*WORK REQUIRED*.
Across these entries, how many lines contain the word "shown"? Answer with only the number.

[Records from a data source]
----------------

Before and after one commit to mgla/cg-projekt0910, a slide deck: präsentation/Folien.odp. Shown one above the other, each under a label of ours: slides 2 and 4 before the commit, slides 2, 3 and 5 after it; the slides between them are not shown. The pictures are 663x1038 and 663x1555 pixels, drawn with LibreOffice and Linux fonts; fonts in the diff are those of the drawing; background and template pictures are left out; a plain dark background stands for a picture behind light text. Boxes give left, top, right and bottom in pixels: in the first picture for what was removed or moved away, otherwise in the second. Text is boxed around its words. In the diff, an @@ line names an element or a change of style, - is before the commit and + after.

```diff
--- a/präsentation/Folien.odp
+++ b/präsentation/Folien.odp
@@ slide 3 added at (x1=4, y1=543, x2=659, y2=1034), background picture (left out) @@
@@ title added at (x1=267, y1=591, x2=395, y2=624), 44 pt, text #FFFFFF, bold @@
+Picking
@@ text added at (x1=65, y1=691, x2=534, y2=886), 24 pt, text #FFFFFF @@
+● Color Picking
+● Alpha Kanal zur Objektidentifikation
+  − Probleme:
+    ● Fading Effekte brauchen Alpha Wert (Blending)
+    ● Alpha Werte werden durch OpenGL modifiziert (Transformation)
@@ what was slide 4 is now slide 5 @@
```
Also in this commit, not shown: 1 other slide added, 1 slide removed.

----------------

*SOLUTION FOR THIS TASK*.
2